Святитель Игнатий (Брянчанинов), епископ Ставропольский (1807-1887): «Страшное дело принять обязанности, которые можно исполнить только по повелению Св. Духа, между тем как общение с сатаною еще не расторгнуто и сосуд не перестает оскверняться действиями сатаны (т. е. еще не достигнуто безстрастие). Ужасно такое лицемерство и лицедейство. Гибельно оно для себя и для ближнего, преступно оно перед Богом, богохульно»6.
«Хотя демоны, являясь человекам, наиболее принимают вид светлых Ангелов для удобнейшего обмана; хотя и стараются иногда уверить, что они человеческие души, а не бесы; хотя они иногда и предсказывают будущее; хотя открывают тайны: но вверяться им никак не должно. У них истина перемешана с ложью, истина употребляется по временам только для удобнейшего обольщения. Сатана преобразуется во Ангела светла и служители его преобразуются, яко служители правды (2 Кор. 11,14-15), сказал Апостол Павел»7.
Об умении «видеть духом» писал одному из своих духовных чад оптинс-кий старец о. Варсонофий (Плиханков, 1845-1913): «У нас кроме физических очей имеются еще очи духовные, перед которыми открывается душа человеческая; прежде чем человек подумает, прежде чем возникла у него мысль, мы видим ее духовными очами, мы даже видим причину возникновения такой мысли. И от нас не сокрыто ничего. Ты живешь в Петербурге и думаешь, что я не вижу тебя. Когда я захочу, я увижу все, что ты делаешь и думаешь. Для нас нет пространства и времени...»8
Эти слова находят неожиданное подтверждение в воспоминаниях жены известного русского мыслителя Н. П. Киреевской — с 1833 г. духовной дочери второго великого оптинского старца о. Макария (Иванова, 1788-1850). Супруг ее, И. В. Киреевский, лишь в 1846 г. «в первый раз исповедывался у него: писал же к батюшке в первый раз из Москвы в конце октября 1846-го года, сказав мне (Н. П. Киреевской — Сост.):
— Я писал к батюшке, сделав ему много вопросов, особенно для меня важных, нарочно не сказав тебе прежде, боясь, что по любви твоей к нему, ты как бы нибудь чего не написала ему. Мне любопытно будет получить его ответ. Сознаюсь, что ему трудно будет отвечать мне.
Я поблагодарила Ивана Васильевича, что он мне сказал, что решился написать к старцу и уварена была, что будет от старца действие разительное для Ивана Васильевича.

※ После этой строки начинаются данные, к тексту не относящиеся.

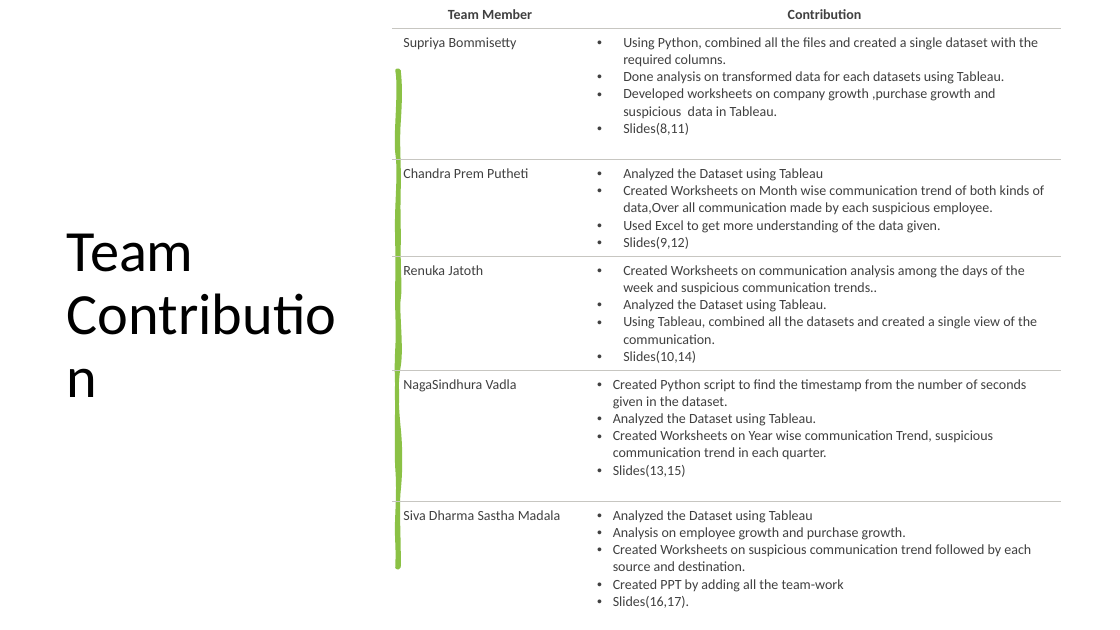
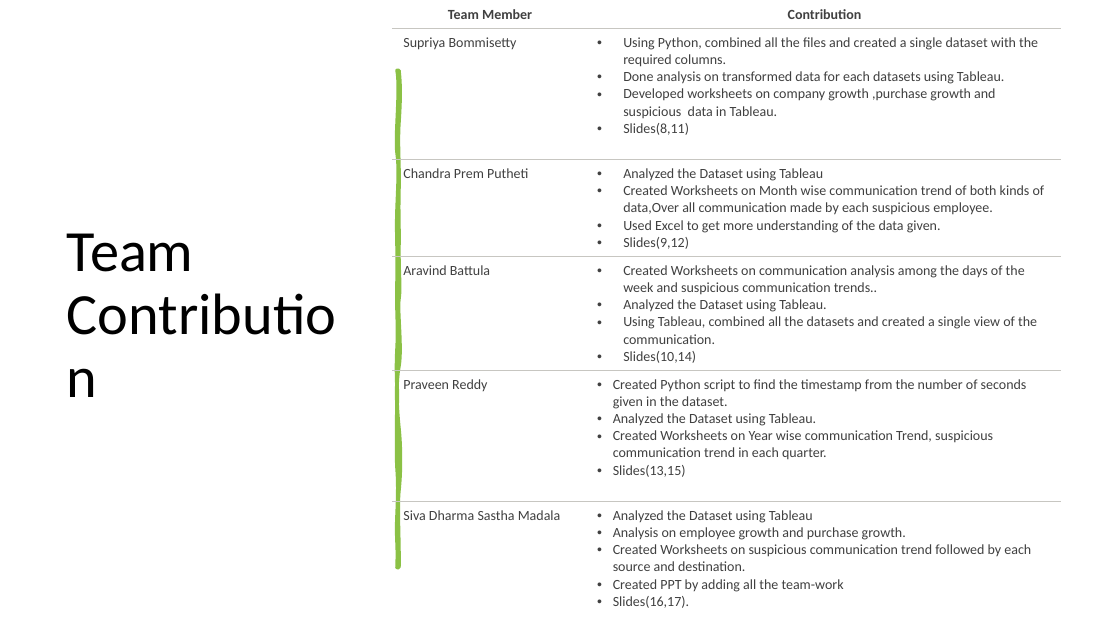
Before and after one commit to Suppi1996/Data-Visualization, a slide deck: slide 2 of VAST CHALLENGE 2018 MC3-1progress.pptx. Drawn at 1120x630 pixels with LibreOffice and Linux fonts; fonts in the diff are those of the drawing. Boxes give left, top, right and bottom in pixels: in the first picture for what was removed or moved away, otherwise in the second. Text is boxed around its words. In the diff, an @@ line names an element or a change of style, - is before the commit and + after.

Commit message:
Update VAST CHALLENGE 2018 MC3-1progress.pptx
commit

```diff
--- a/VAST CHALLENGE 2018 MC3-1progress.pptx
+++ b/VAST CHALLENGE 2018 MC3-1progress.pptx
@@ table at bbox=[392, 0, 1061, 630] @@
-row 4, column 1: Renuka Jatoth
+row 4, column 1: Aravind Battula
-row 5, column 1: NagaSindhura Vadla
+row 5, column 1: Praveen Reddy
```

Не прошло часа времени, как приносят письма с почты и два, написанные рукою старца — одно на мое имя. другое на имя Ивана Васильевича. Не распечатывая, он спрашивает:
— Что это значит? Отец Макарий ко мне никогда не писал!
Читает письмо, меняясь в лице и говоря:
— Удивительно! Разительно! Как это? В письме этом ответы на все мои вопросы, сейчас только посланные»9.
Третий великий оптинский старец преподобный Амвросий (Гренков, 1812-1891), по словам одной из его духовных дочерей, «всегда разом схватывал сущность дела, непостижимо мудро разъясняя его и давая ответ. Но в продолжении 10-15 минут такой беседы решался не один вопрос, в это время о. Амвросий вмещал в своем сердце всего человека — со всеми его привязанностями, желаниями — всем миром внутренним и внешним. Из его слов и его указаний было видно, что он любит не одного того, с кем говорит, но и всех любимых этим человеком, его жизнь, все, что ему дорого. Предлагая свое решение, о. Амвросий имел в виду не просто одно само по себе дело, независимо от могущих возникнуть от него последствий, как для лица, так и для других, но имея в виду все стороны жизни, с которыми это дело сколько-нибудь соприкасалось. Каково же должно быть умственное напряжение, чтобы разрешить такие задачи? А такие вопросы предлагали ему десятки человек мирян, не считая монахов и полсотни писем, приходивших и отсылавшихся ежедневно. Слово старца было со властью, основанной на близости к Богу, давшей ему всезнание. Это было пророческое служение»,0.
И тем не менее, пророчества о грядущих судьбах России приходилось собирать буквально по крупицам. Сказывалось чрезвычайно взвешенное, ответственное отношение на Руси к слову реченному, письменному. «Прежде, чем начинать писать, обмакните перо семь раз в чернильницу» ", — заповедовал иеромонах Нектарий (Тихонов, 1867-1928).